-- Records to process follows --
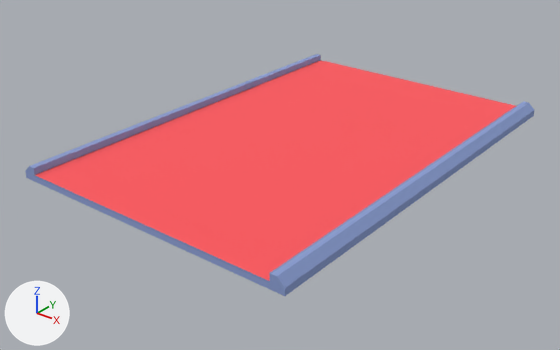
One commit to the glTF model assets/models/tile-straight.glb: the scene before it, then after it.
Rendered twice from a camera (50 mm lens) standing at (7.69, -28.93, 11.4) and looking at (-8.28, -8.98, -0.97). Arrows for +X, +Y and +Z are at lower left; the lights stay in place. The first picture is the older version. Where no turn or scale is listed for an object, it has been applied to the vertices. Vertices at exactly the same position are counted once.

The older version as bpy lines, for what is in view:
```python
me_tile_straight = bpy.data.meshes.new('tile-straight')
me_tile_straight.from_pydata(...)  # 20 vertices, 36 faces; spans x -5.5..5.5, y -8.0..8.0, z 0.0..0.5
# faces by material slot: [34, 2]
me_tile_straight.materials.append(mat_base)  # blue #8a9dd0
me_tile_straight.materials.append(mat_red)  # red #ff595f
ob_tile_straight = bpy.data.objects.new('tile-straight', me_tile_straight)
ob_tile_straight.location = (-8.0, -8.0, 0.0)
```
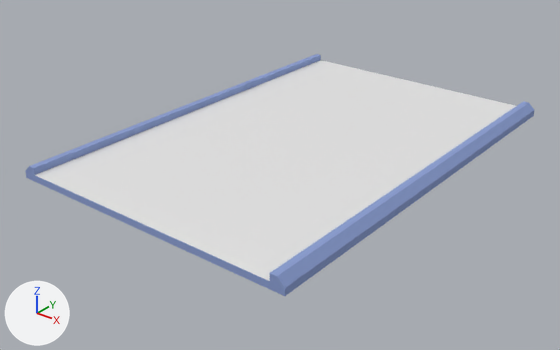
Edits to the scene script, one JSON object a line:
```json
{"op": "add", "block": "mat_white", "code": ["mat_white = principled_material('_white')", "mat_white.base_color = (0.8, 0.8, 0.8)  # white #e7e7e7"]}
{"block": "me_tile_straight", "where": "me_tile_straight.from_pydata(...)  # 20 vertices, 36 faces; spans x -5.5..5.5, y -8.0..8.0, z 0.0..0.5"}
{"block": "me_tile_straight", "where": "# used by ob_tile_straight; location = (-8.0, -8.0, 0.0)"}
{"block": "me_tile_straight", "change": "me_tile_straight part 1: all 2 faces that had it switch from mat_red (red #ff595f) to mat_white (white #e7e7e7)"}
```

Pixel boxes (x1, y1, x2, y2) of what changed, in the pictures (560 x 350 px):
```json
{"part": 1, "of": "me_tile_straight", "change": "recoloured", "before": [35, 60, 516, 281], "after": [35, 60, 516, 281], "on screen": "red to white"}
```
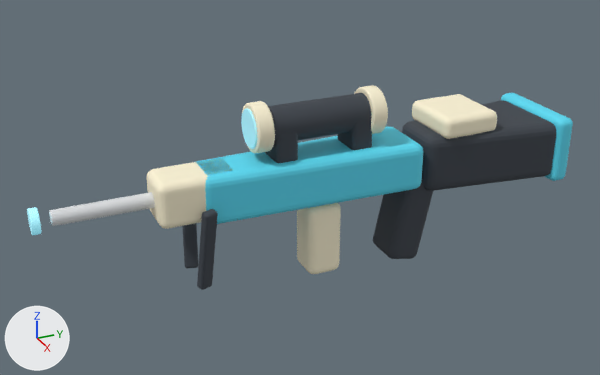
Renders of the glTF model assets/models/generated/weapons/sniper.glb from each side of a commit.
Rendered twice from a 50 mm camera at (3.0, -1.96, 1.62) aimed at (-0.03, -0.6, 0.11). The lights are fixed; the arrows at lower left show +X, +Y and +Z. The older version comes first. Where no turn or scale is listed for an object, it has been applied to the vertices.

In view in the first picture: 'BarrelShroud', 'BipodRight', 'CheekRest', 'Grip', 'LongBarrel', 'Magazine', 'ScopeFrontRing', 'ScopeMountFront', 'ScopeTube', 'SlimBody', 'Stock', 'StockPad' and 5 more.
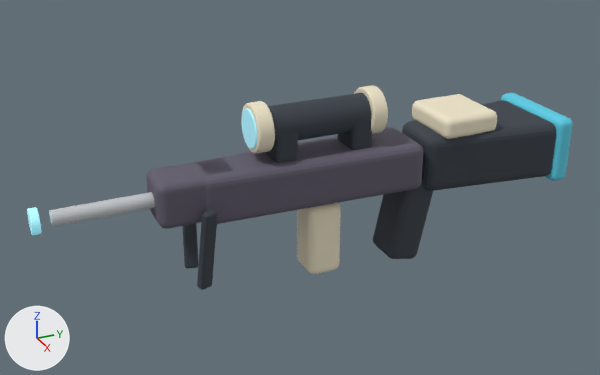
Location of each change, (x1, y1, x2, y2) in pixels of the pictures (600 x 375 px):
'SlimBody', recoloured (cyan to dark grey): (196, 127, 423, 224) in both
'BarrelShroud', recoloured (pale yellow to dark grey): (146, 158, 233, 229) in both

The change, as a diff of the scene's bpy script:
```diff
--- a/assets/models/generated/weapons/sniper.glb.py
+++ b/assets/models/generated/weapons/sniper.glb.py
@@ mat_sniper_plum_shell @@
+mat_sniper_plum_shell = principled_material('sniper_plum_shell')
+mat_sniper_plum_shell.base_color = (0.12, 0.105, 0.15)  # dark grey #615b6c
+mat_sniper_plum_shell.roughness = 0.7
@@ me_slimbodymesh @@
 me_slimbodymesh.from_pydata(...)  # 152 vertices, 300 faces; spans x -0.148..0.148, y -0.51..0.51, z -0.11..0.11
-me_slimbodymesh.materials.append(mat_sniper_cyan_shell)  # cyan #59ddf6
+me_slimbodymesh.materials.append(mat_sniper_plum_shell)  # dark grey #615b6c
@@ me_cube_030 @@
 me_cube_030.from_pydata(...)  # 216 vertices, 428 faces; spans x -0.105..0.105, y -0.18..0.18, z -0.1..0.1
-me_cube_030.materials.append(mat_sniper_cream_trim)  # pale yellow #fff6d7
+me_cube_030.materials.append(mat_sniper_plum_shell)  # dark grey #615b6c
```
-- Records to process concluded --
■ Task
An exact copy of all entries is needed, with no pictures in it.

■ Response area
One commit to the glTF model assets/models/tile-straight.glb: the scene before it, then after it.
Rendered twice from a camera (50 mm lens) standing at (7.69, -28.93, 11.4) and looking at (-8.28, -8.98, -0.97). Arrows for +X, +Y and +Z are at lower left; the lights stay in place. The first picture is the older version. Where no turn or scale is listed for an object, it has been applied to the vertices. Vertices at exactly the same position are counted once.

The older version as bpy lines, for what is in view:
```python
me_tile_straight = bpy.data.meshes.new('tile-straight')
me_tile_straight.from_pydata(...)  # 20 vertices, 36 faces; spans x -5.5..5.5, y -8.0..8.0, z 0.0..0.5
# faces by material slot: [34, 2]
me_tile_straight.materials.append(mat_base)  # blue #8a9dd0
me_tile_straight.materials.append(mat_red)  # red #ff595f
ob_tile_straight = bpy.data.objects.new('tile-straight', me_tile_straight)
ob_tile_straight.location = (-8.0, -8.0, 0.0)
```
Edits to the scene script, one JSON object a line:
```json
{"op": "add", "block": "mat_white", "code": ["mat_white = principled_material('_white')", "mat_white.base_color = (0.8, 0.8, 0.8)  # white #e7e7e7"]}
{"block": "me_tile_straight", "where": "me_tile_straight.from_pydata(...)  # 20 vertices, 36 faces; spans x -5.5..5.5, y -8.0..8.0, z 0.0..0.5"}
{"block": "me_tile_straight", "where": "# used by ob_tile_straight; location = (-8.0, -8.0, 0.0)"}
{"block": "me_tile_straight", "change": "me_tile_straight part 1: all 2 faces that had it switch from mat_red (red #ff595f) to mat_white (white #e7e7e7)"}
```

Pixel boxes (x1, y1, x2, y2) of what changed, in the pictures (560 x 350 px):
```json
{"part": 1, "of": "me_tile_straight", "change": "recoloured", "before": [35, 60, 516, 281], "after": [35, 60, 516, 281], "on screen": "red to white"}
```
Renders of the glTF model assets/models/generated/weapons/sniper.glb from each side of a commit.
Rendered twice from a 50 mm camera at (3.0, -1.96, 1.62) aimed at (-0.03, -0.6, 0.11). The lights are fixed; the arrows at lower left show +X, +Y and +Z. The older version comes first. Where no turn or scale is listed for an object, it has been applied to the vertices.

In view in the first picture: 'BarrelShroud', 'BipodRight', 'CheekRest', 'Grip', 'LongBarrel', 'Magazine', 'ScopeFrontRing', 'ScopeMountFront', 'ScopeTube', 'SlimBody', 'Stock', 'StockPad' and 5 more.
Location of each change, (x1, y1, x2, y2) in pixels of the pictures (600 x 375 px):
'SlimBody', recoloured (cyan to dark grey): (196, 127, 423, 224) in both
'BarrelShroud', recoloured (pale yellow to dark grey): (146, 158, 233, 229) in both

The change, as a diff of the scene's bpy script:
```diff
--- a/assets/models/generated/weapons/sniper.glb.py
+++ b/assets/models/generated/weapons/sniper.glb.py
@@ mat_sniper_plum_shell @@
+mat_sniper_plum_shell = principled_material('sniper_plum_shell')
+mat_sniper_plum_shell.base_color = (0.12, 0.105, 0.15)  # dark grey #615b6c
+mat_sniper_plum_shell.roughness = 0.7
@@ me_slimbodymesh @@
 me_slimbodymesh.from_pydata(...)  # 152 vertices, 300 faces; spans x -0.148..0.148, y -0.51..0.51, z -0.11..0.11
-me_slimbodymesh.materials.append(mat_sniper_cyan_shell)  # cyan #59ddf6
+me_slimbodymesh.materials.append(mat_sniper_plum_shell)  # dark grey #615b6c
@@ me_cube_030 @@
 me_cube_030.from_pydata(...)  # 216 vertices, 428 faces; spans x -0.105..0.105, y -0.18..0.18, z -0.1..0.1
-me_cube_030.materials.append(mat_sniper_cream_trim)  # pale yellow #fff6d7
+me_cube_030.materials.append(mat_sniper_plum_shell)  # dark grey #615b6c
```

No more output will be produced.